Al-Imam Ibnul Qayyim al-Jauziyyah –rahimahullah- berkata:

“Apakah cukup dalam taubat dari menggunjing dengan memohonkan ampunan untuk yang digibahi atau mesti untuk mengumumkan dan meminta kehalalan(maaf)nya?

☝🏻Pendapat yang benar bahwa tidak butuh untuk mengumumkannya.

Bahkan cukup dengan memohonkan ampunan baginya dan menyebutkan kebaikan-kebaikannya di tempat-tempat yang kamu menggunjingnya.

Dan pendapat ini adalah pilihan Syaikhul Islam Ibnu Taimiyah dan yang lainnya.

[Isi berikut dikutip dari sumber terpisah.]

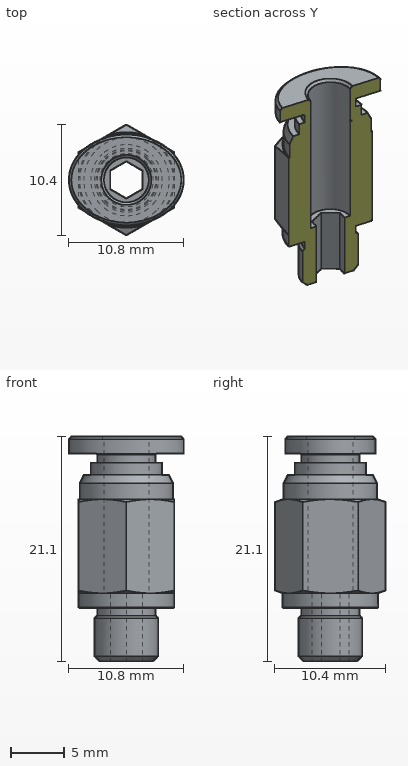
import cadquery as cq
import math

overall_height = 21.1

thread_diameter = 6.0
thread_tip_chamfer = 0.5
thread_top = 4.3
neck_diameter = 5.5
thread_top_chamfer = (thread_diameter - neck_diameter) / 2

hex_across_flats = 9.0
hex_corner_radius = hex_across_flats / 2 / math.cos(math.pi / 6)
hex_bottom = 6.4
hex_top = 15.2
hex_chamfer_angle = 20.0
collar_diameter = hex_across_flats
collar_bottom = 5.0
collar_chamfer = 0.1

shoulder_diameter = 8.8
shoulder_top_diameter = 8.0
shoulder_cone_bottom = 16.7
shoulder_top = 17.5
ring_diameter = 6.7
ring_top = 18.65

button_length = 10.8
button_width = 8.5
button_thickness = 1.6
button_chamfer = 0.25
button_bottom = overall_height - button_thickness
button_root_chamfer = 0.1

bore_diameter = 4.2
bore_chamfer = 0.25
bore_floor = hex_bottom
key_across_flats = 3.0


def hexagon(across_flats, bottom, top):
    """Hexagonal prism with flats facing +X and -X."""
    across_corners = across_flats / math.cos(math.pi / 6)
    return (
        cq.Workplane("XY")
        .workplane(offset=bottom)
        .transformed(rotate=(0, 0, 90))
        .polygon(6, across_corners)
        .extrude(top - bottom)
    )


def revolve_profile(points):
    """Solid of revolution about Z from (radius, height) points."""
    return cq.Workplane("XZ").polyline(points).close().revolve(360, (0, 0), (0, 1))


def turned_core():
    """Stud, relief groove, collar, shoulder, ring and button neck as one turned shape."""
    thread_r = thread_diameter / 2
    neck_r = neck_diameter / 2
    collar_r = collar_diameter / 2
    shoulder_r = shoulder_diameter / 2
    ring_r = ring_diameter / 2
    return revolve_profile([
        (0, 0),
        (thread_r - thread_tip_chamfer, 0),
        (thread_r, thread_tip_chamfer),
        (thread_r, thread_top - thread_top_chamfer),
        (neck_r, thread_top),
        (neck_r, collar_bottom),
        (collar_r - collar_chamfer, collar_bottom),
        (collar_r, collar_bottom + collar_chamfer),
        (collar_r, hex_bottom),
        (shoulder_r, hex_bottom),
        (shoulder_r, shoulder_cone_bottom),
        (shoulder_top_diameter / 2, shoulder_top),
        (ring_r, shoulder_top),
        (ring_r, ring_top),
        (neck_r, ring_top),
        (neck_r, button_bottom - button_root_chamfer),
        (neck_r + button_root_chamfer, button_bottom),
        (0, button_bottom),
    ])


def hex_body():
    """Hexagon whose corners are trimmed by a shallow cone at each end."""
    flat_r = hex_across_flats / 2
    corner_drop = (hex_corner_radius - flat_r) * math.tan(math.radians(hex_chamfer_angle))
    trim = revolve_profile([
        (0, hex_bottom),
        (flat_r, hex_bottom),
        (hex_corner_radius, hex_bottom + corner_drop),
        (hex_corner_radius, hex_top - corner_drop),
        (flat_r, hex_top),
        (0, hex_top),
    ])
    return hexagon(hex_across_flats, hex_bottom, hex_top).intersect(trim)


def button():
    """Elliptical button, long along X, with a chamfered top rim."""
    return (
        cq.Workplane("XY")
        .workplane(offset=button_bottom)
        .ellipse(button_length / 2, button_width / 2)
        .extrude(button_thickness)
        .faces(">Z")
        .chamfer(button_chamfer)
    )


def tube_bore():
    """Blind round bore with a chamfered mouth."""
    bore_r = bore_diameter / 2
    return revolve_profile([
        (0, bore_floor),
        (bore_r, bore_floor),
        (bore_r, overall_height - bore_chamfer),
        (bore_r + bore_chamfer, overall_height),
        (0, overall_height),
    ])


key_passage = hexagon(key_across_flats, 0, bore_floor)

result = turned_core().union(hex_body()).union(button()).cut(tube_bore()).cut(key_passage)

Orang-orang yang berpandangan “mesti untuk mengumumkannya”, mereka menjadikan ghibah semisal hak-hak dalam harta –sedangkan perbedaan keduanya sangat jelas, karena hak-hak dalam harta diambil mafaatnya oleh orang yang dizhalimi dengan dikembalikan kepadanya semisal nilai kezaliman padanya. Kemudian apabila ia menginginkan maka ia mengambilnya (haknya yang dizalimi) dan jika tidak maka ia menyedekahkannya-.

❗Adapun dalam hal ghibah maka yang demikian itu tidaklah mungkin. 

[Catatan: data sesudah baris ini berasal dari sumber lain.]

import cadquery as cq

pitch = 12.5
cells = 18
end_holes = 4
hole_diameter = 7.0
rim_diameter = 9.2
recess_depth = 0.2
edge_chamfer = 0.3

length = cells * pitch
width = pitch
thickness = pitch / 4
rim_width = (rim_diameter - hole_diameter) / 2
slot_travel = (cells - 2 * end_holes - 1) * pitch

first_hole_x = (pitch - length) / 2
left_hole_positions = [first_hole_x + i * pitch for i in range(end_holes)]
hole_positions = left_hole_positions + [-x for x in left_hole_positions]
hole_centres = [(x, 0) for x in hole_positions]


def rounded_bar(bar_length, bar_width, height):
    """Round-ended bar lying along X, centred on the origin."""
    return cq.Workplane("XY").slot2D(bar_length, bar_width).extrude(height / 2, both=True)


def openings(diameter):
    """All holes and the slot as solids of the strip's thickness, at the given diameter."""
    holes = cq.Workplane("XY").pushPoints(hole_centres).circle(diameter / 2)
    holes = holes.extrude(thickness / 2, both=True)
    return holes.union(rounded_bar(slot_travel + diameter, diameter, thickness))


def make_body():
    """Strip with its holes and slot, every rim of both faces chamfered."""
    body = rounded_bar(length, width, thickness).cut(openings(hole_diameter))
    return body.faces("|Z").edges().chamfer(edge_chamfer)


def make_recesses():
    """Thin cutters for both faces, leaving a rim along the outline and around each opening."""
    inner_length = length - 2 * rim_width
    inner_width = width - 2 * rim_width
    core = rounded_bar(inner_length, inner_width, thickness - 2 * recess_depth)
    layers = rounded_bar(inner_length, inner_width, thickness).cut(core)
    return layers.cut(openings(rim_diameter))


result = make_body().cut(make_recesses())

Dan tidak akan dihasilkan untuknya dengan diumumkannya  KECUALI akan bertentangan dengan tujuan syariat; karena (pengumuman itu) akan menyalakan kemarahan di dada orang yang digunjing. Dan ia akan terusik apabila mendengar apa yang dituduhkan kepadanya. Bisa jadi akan melekat permusuhannya dan tidak bisa melepaskannya selamanya.

Dan jika demikian ini jalannya, maka Pembuat syariat yang Maha Hikmah TIDAK akan pernah membolehkan dan mengizinkannya, apalagi sampai mewajibkan dan memerintahkannya sementara poros syariat adalah menolak terjadinya kerusakan dan meminimalkannya BUKAN malah membuat dan menggenapkan  kerusakan."

Dan Allah Ta’ala Yang Maha Mengetahui.”

📖 Al-Waabilush Shayyib, Ibnul Qayyim, hal. 748 – 749.